Doch der Deutsche Meister fängt  sich wieder. Innerhalb von zwei Minuten schafft er den Ausgleich: Bäumlers hohen Schuss von der Strafraumgrenze hätte Geißler halten müssen. Der krachende Schuss Lindners zum 2:2 ist jedoch unhaltbar. Einen Freistoß Pfaffs kann Geißler nur noch zu Kreß lenken, dessen Hereingabe Stein ans nächster Nähe eindrückt. Die Eintracht führt 3:2! Eine tolle Leistung nach dem 0:2, würdig eines Deutschen Meisters! Erhard kann gerade noch vor dem wild anstürmenden Stein zur Ecke retten. Dann ist Pause.
Bei aller Anerkennung der schönen Spielzüge Fürths, Eintracht war besser in der Gesamtleistung und hatte nicht nur mehr vom Spiel, sondern auch weitaus mehr Torgelegenheiten als die Franken.
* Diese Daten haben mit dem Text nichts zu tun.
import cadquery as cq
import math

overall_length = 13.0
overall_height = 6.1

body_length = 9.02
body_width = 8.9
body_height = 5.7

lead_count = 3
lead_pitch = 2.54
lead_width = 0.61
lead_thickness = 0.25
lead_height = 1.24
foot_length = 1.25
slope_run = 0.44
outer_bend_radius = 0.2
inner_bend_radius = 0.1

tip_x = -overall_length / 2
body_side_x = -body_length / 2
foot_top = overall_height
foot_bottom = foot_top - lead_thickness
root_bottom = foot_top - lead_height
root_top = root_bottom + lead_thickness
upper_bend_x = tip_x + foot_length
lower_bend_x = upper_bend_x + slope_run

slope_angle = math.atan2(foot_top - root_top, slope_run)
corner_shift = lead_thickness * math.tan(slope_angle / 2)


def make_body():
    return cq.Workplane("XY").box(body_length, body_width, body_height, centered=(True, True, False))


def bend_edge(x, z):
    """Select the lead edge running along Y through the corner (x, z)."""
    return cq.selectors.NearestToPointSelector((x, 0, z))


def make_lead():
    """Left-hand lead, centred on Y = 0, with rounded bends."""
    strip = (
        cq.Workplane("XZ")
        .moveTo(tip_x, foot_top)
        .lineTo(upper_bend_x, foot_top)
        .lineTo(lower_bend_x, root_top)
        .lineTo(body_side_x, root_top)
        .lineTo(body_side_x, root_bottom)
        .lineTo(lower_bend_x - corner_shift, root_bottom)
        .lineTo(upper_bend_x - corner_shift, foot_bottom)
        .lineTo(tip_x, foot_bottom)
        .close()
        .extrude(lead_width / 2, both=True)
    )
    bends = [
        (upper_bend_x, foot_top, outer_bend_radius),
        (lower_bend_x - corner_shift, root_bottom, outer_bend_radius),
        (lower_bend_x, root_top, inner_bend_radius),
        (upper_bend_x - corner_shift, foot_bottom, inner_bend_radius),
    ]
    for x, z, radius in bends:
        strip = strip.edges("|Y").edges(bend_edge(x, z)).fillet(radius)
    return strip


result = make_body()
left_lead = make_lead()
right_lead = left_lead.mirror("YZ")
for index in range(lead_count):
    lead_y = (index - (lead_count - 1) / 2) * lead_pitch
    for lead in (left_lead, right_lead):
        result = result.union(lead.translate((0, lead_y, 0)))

Eine Minute nach dem Wechsel: Kreß rast rechts durch, kommt an Koch vorbei, Erhard reklamiert abseits, die Fürther Hintermannschaft bleibt stehen, Kreß schießt an die Unterkante der Latte - das Leder liegt im Netz. Fürth kämpft unentwegt weiter. Einen Schuss des brandgefährlichen Stumptner lenkt Loy über die Latte. Plötzlich ist alles wieder offen: Appis hat einen Freistoß durch die Mauer ins Tor geknallt. Ein herrliches Spiel, die Zuschauer gehen begeistert mit. Immer wieder wird Stumptner gefährlich, doch nach wie vor ist Max Appis der geistige Lenker des Fürther Sturms.
Eine Prachtleistang Lindners, der Stein gekonnt freispielt, bringt das 5:3 und die Entscheidung. Fürth hat nicht mehr die Kraft zu einem kraftvollen Endspurt.
Der Sieg der Eintracht ging diesmal in erster Linie auf das Konto ihres Sturms, in dem jeder einzelne Tore schießen kann und der junge Lindner seinen steilen Form-anstieg dokumentierte. Er kann einst die Dirigentenrolle Alfred Pfaffs übernehmen (so wie in der zweiten Halbzeit!). Die Abwehr dagegen war oft sträflich offen. Das „Kleeblatt" lebte In erster Linie von der Routine Erhards (der sich sein Abseitsreklamieren abgewöhnen sollte), den Rettungstaten Bauers, der geschickten Regie von Max Appis und dem klugen Einfügen Stumptners. Das Sturmspiel in seiner Gesamtheit reichte in keiner Phase an die Klasse des Deutschen Meisters heran. Sie dürfte derzeit bei uns konkurrenzlos sein.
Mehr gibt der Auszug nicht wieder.